• [Brief]
A faithful transcription of all the data, images excluded, is the required answer.

• [The input]
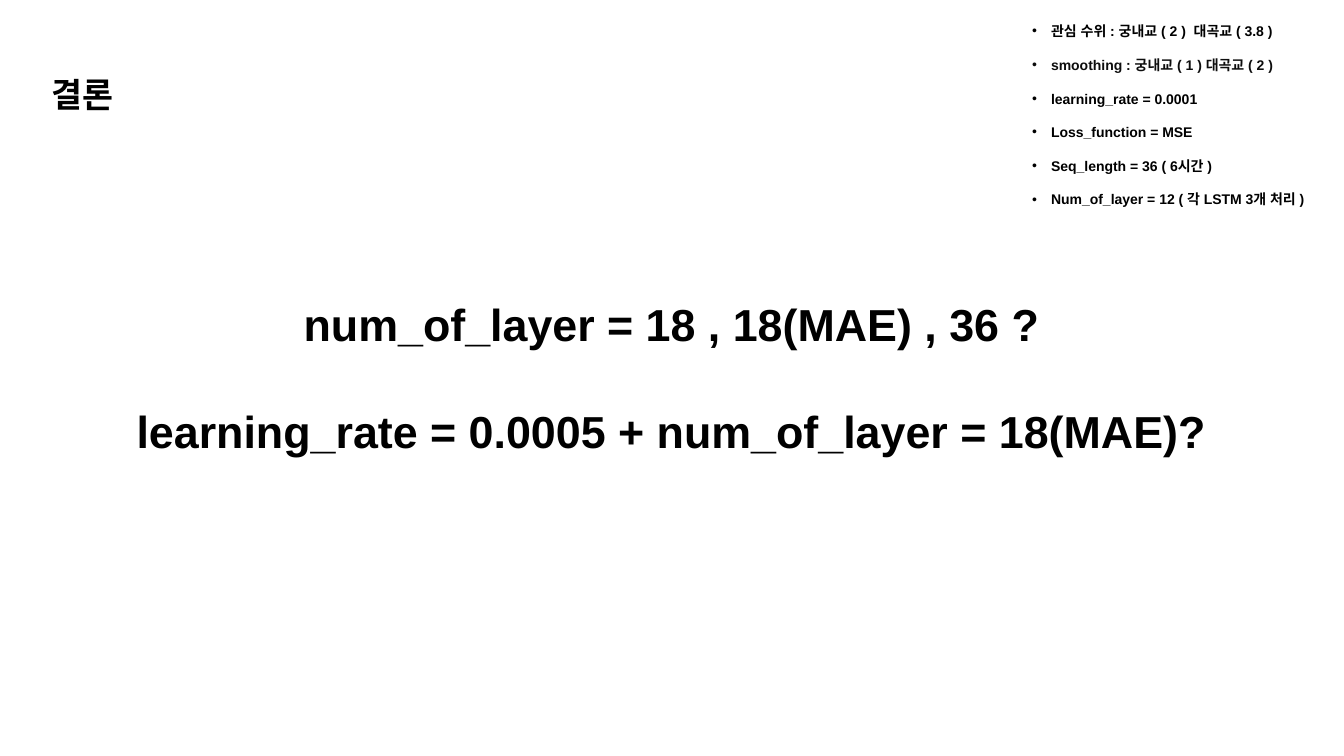
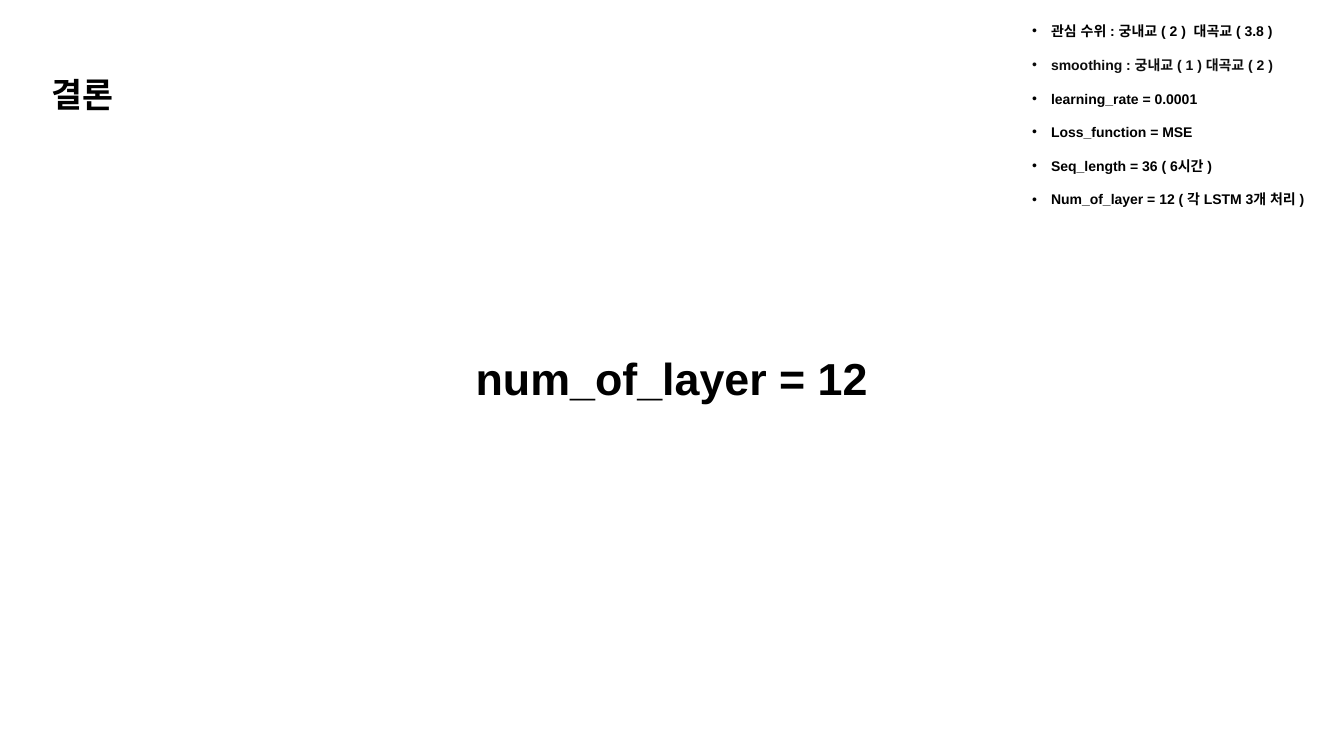
Before and after one commit to JEONGMIN0000/TrainDataCreater_LSTM, a slide deck: slide 26 of ParallelLSTM/result/성능개선 3 대곡교.pptx. Drawn at 1344x756 pixels with LibreOffice and Linux fonts; fonts in the diff are those of the drawing. Boxes give left, top, right and bottom in pixels: in the first picture for what was removed or moved away, otherwise in the second. Text is boxed around its words. In the diff, an @@ line names an element or a change of style, - is before the commit and + after.

```diff
--- a/ParallelLSTM/result/성능개선 3 대곡교.pptx
+++ b/ParallelLSTM/result/성능개선 3 대곡교.pptx
@@ text at (476, 362, 868, 404): text changed @@
-num_of_layer = 18 , 18(MAE) , 36 ?
-learning_rate = 0.0005 + num_of_layer = 18(MAE)?
+num_of_layer = 12
```
Also in this commit, not shown: 11 other slides changed, 3 other files.

• [Answer for the task]
Before and after one commit to JEONGMIN0000/TrainDataCreater_LSTM, a slide deck: slide 26 of ParallelLSTM/result/성능개선 3 대곡교.pptx. Drawn at 1344x756 pixels with LibreOffice and Linux fonts; fonts in the diff are those of the drawing. Boxes give left, top, right and bottom in pixels: in the first picture for what was removed or moved away, otherwise in the second. Text is boxed around its words. In the diff, an @@ line names an element or a change of style, - is before the commit and + after.

```diff
--- a/ParallelLSTM/result/성능개선 3 대곡교.pptx
+++ b/ParallelLSTM/result/성능개선 3 대곡교.pptx
@@ text at (476, 362, 868, 404): text changed @@
-num_of_layer = 18 , 18(MAE) , 36 ?
-learning_rate = 0.0005 + num_of_layer = 18(MAE)?
+num_of_layer = 12
```
Also in this commit, not shown: 11 other slides changed, 3 other files.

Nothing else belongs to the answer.